The movie refers to Lucy’s condition as “Goldfield’s syndrome”, which Dr. Goodfriend calls, “Hollywood hogwash”. This was a completely made up name by the producers/writers. Though, as Dr. Goodfriend points out, it doesn’t make much sense for them to make up a name when the condition has an actual name (maybe the made-up name sounded cooler).

Dr. Goodfriend also points out that the movie does a very poor job of depicting what life with anterograde amnesia is actually like. Patients with this condition are in need of constant care and support. It is unheard of for a patient of this to be self-sustaining or even living outside of a hospital. The movie also leaves out some of the bigger picture problems with continuing to live without realizing how much time is passing. As a person with this condition simply ages, they are bewildered by their reflection. In their mind, no significant amount of time as past, but yet they see a much older version of themselves in the mirror. This among other unavoidable complications would make every-day life incredibly challenging for Lucy.

The Ending: (spoiler alert)

Near the end of the movie, Adam Sandler’s character gives up on Lucy because he realizes that a relationship could never work if she never knows who he is the next day. However, after not seeing him, Lucy is still able to paint Sandler’s character. This is assumed to be because Sandler made such an impact everyday that he was part of her long-term memory. Of course, she still didn’t know him or even recognize him, but she was familiar to him. We talked about this in class with HM who displayed a similar phenomenon.

Overall, the movie accurately portrayed what anterograde amnesia is, but left out the less amusing and romantic characteristics. The article by Dr.
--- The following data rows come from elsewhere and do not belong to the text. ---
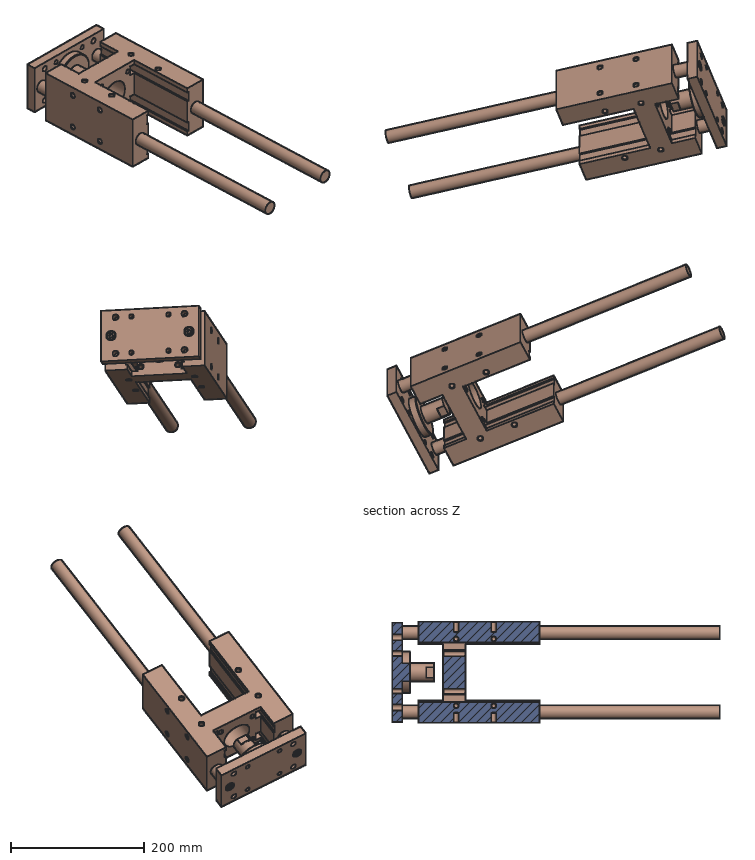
import cadquery as cq
import math

total_length = 492.0

plate_thickness = 15.3
plate_width = 149.5
plate_height = 79.0

block_width = 152.0
block_height = 85.0
block_start = 39.5
block_length = 182.0
arm_thickness = 34.0
web_start = 76.5
web_thickness = 34.0
web_bore_diameter = 45.0
arm_inner_y = block_width / 2 - arm_thickness
block_end = block_start + block_length
web_end = web_start + web_thickness

slot_depth_in_arm = 2.5
slot_depth_in_web = 8.5
slot_bottom_z = 19.0
slot_top_z = 35.0

rod_diameter = 20.0
rod_y = 59.5
counterbore_diameter = 15.0
counterbore_depth = 9.0
head_diameter = 14.0
head_height = 8.5
head_chamfer = 1.0
socket_across_flats = 5.5
socket_depth = 4.0

flange_diameter = 63.0
flange_thickness = 12.0
flange_chamfer = 1.0
spigot_diameter = 28.0
spigot_end = 63.0
spigot_across_flats = 23.0
flat_length = 12.0

hole_pitch = 56.5
half_pitch = hole_pitch / 2
small_hole_diameter = 7.0
large_hole_diameter = 9.0
plate_outer_hole_y = 52.5

blind_hole_start_x = 96.0
blind_hole_top_y = 50.0
blind_hole_depth = 15.0
drill_point_angle = 140.0

SIDES = (-1, 1)


def box(x_min, x_max, y_min, y_max, z_min, z_max):
    """Box given by its limits along each axis."""
    size = (x_max - x_min, y_max - y_min, z_max - z_min)
    return cq.Workplane("XY").box(*size, centered=False).translate((x_min, y_min, z_min))


def centred_box(x_min, x_max, width, height):
    """Box centred on the X axis."""
    return box(x_min, x_max, -width / 2, width / 2, -height / 2, height / 2)


def rod_along_x(diameter, x_min, x_max, y=0.0, z=0.0):
    """Cylinder parallel to the X axis."""
    return cq.Workplane("YZ", origin=(x_min, y, z)).circle(diameter / 2).extrude(x_max - x_min)


def threaded_hole_cutter(mouth, direction, depth):
    """Countersunk bore with a conical drill point, entering at the mouth along the direction."""
    bore_radius = small_hole_diameter / 2
    mouth_radius = large_hole_diameter / 2
    countersink_depth = mouth_radius - bore_radius
    point_length = bore_radius / math.tan(math.radians(drill_point_angle / 2))
    start = cq.Vector(*mouth)
    axis = cq.Vector(*direction)
    countersink = cq.Solid.makeCone(mouth_radius, bore_radius, countersink_depth, start, axis)
    bore = cq.Solid.makeCylinder(bore_radius, depth, start, axis)
    point = cq.Solid.makeCone(bore_radius, 0, point_length, start + axis * depth, axis)
    return cq.Workplane(countersink.fuse(bore, point))


def make_plate():
    """Front plate with its eight through holes."""
    plate = centred_box(0, plate_thickness, plate_width, plate_height)
    hole_kinds = ((half_pitch, small_hole_diameter), (plate_outer_hole_y, large_hole_diameter))
    for y_side in SIDES:
        for z_side in SIDES:
            for y, diameter in hole_kinds:
                hole = rod_along_x(diameter, 0, plate_thickness, y_side * y, z_side * half_pitch)
                plate = plate.cut(hole)
    return plate


def make_coupling():
    """Flange disc with a chamfered rear rim and a spigot with two flats at its end."""
    flange_end = plate_thickness + flange_thickness
    flange = rod_along_x(flange_diameter, plate_thickness, flange_end).faces(">X").chamfer(flange_chamfer)
    spigot = rod_along_x(spigot_diameter, plate_thickness, spigot_end)
    flat_start = spigot_end - flat_length
    waste = centred_box(flat_start, spigot_end, spigot_diameter, spigot_diameter)
    waste = waste.cut(centred_box(flat_start, spigot_end, spigot_diameter, spigot_across_flats))
    return flange.union(spigot.cut(waste))


def make_block_body():
    """H-shaped block with the bore through its web."""
    body = centred_box(block_start, block_end, block_width, block_height)
    for x_min, x_max in ((block_start, web_start), (web_end, block_end)):
        body = body.cut(centred_box(x_min, x_max, 2 * arm_inner_y, block_height))
    return body.cut(rod_along_x(web_bore_diameter, web_start, web_end))


def cut_slot(block, y_side, z_side):
    """Cut one straight slot along the inner face of an arm and through the web."""
    inner_y = arm_inner_y - slot_depth_in_web
    outer_y = arm_inner_y + slot_depth_in_arm
    y_limits = sorted((y_side * inner_y, y_side * outer_y))
    z_limits = sorted((z_side * slot_bottom_z, z_side * slot_top_z))
    return block.cut(box(block_start, block_end, *y_limits, *z_limits))


def cut_threaded_holes(block, y_side, z_side):
    """Cut the web hole and the blind side and top or bottom holes of one quarter of the block."""
    web_mouth = (web_start, y_side * half_pitch, z_side * half_pitch)
    block = block.cut(threaded_hole_cutter(web_mouth, (1, 0, 0), web_thickness))
    for x in (blind_hole_start_x, blind_hole_start_x + hole_pitch):
        side_mouth = (x, y_side * block_width / 2, z_side * half_pitch)
        block = block.cut(threaded_hole_cutter(side_mouth, (0, -y_side, 0), blind_hole_depth))
        flat_mouth = (x, y_side * blind_hole_top_y, z_side * block_height / 2)
        block = block.cut(threaded_hole_cutter(flat_mouth, (0, 0, -z_side), blind_hole_depth))
    return block


def make_block():
    """Complete guide block, symmetric about its middle planes in Y and Z."""
    block = make_block_body()
    for y_side in SIDES:
        for z_side in SIDES:
            block = cut_slot(block, y_side, z_side)
            block = cut_threaded_holes(block, y_side, z_side)
    return block


def make_screw_head(y):
    """Socket screw head sitting on the floor of its counterbore."""
    head_start = counterbore_depth - head_height
    head = rod_along_x(head_diameter, head_start, counterbore_depth, y).faces("<X").chamfer(head_chamfer)
    socket_corners = socket_across_flats / math.cos(math.pi / 6)
    socket = cq.Workplane("YZ", origin=(head_start, y, 0)).polygon(6, socket_corners).extrude(socket_depth)
    return head.cut(socket)


result = make_plate().union(make_coupling()).union(make_block())
for side in SIDES:
    rod_centre_y = side * rod_y
    result = result.union(rod_along_x(rod_diameter, plate_thickness, total_length, rod_centre_y))
    result = result.cut(rod_along_x(counterbore_diameter, 0, counterbore_depth, rod_centre_y))
    result = result.union(make_screw_head(rod_centre_y))

Goodfriend does a very good job going over these characteristics and sites them back to other, real, cases very well.


Goodfriend, Wind. “Amnesia in ’50 First Dates’.” Psychology Today, Sussex Publishers, 2012,

3 thoughts on “An Adam Sandler Movie is Accurate?…and kinda funny too?

  1. scolon

    Wow I remember watching that movie when I was younger and thinking like you that it was just pretty funny. Then you start to apply all the things that we have been learning in class about amnesia from a car accident and this movie really starts to make sense. The ending in particular where he’s around so much that he becomes apart of her long-term memory is pretty cool I never really noticed that. Or the fact that they used a fake name for her amnesia. Really nice blog post on mixing what we learn in cognitive psyc to everyday life.

  2. Ashlyn

    I really enjoyed your analysis of 50 First Dates! I loved this movie and reading about the psychological aspect of it. I never thought of the movie in that way so it was a very interesting viewpoint. However, my favorite part was how you pointed out how the movie was wrong. I did not realize people with anterograde amnesia could not be self sustaining. In most movies you see, people with amnesia go back to their normal lives not too shortly after their accidents. I guess that is why they called them movies!

  3. bryanvillalobos

    Hollywood often edits facts and science in order to make it more appealing to an audience and it makes sense that 50 First Dates is not immune to this. It was one of the first romantic comedies that I saw as well, yet I had no idea that Lucy’s ability to take care of herself was so unrealistic. It is also fascinating that the memory of Sandler found its way into her long-term memory. This was a nice fact vs. fiction testimony for the movie!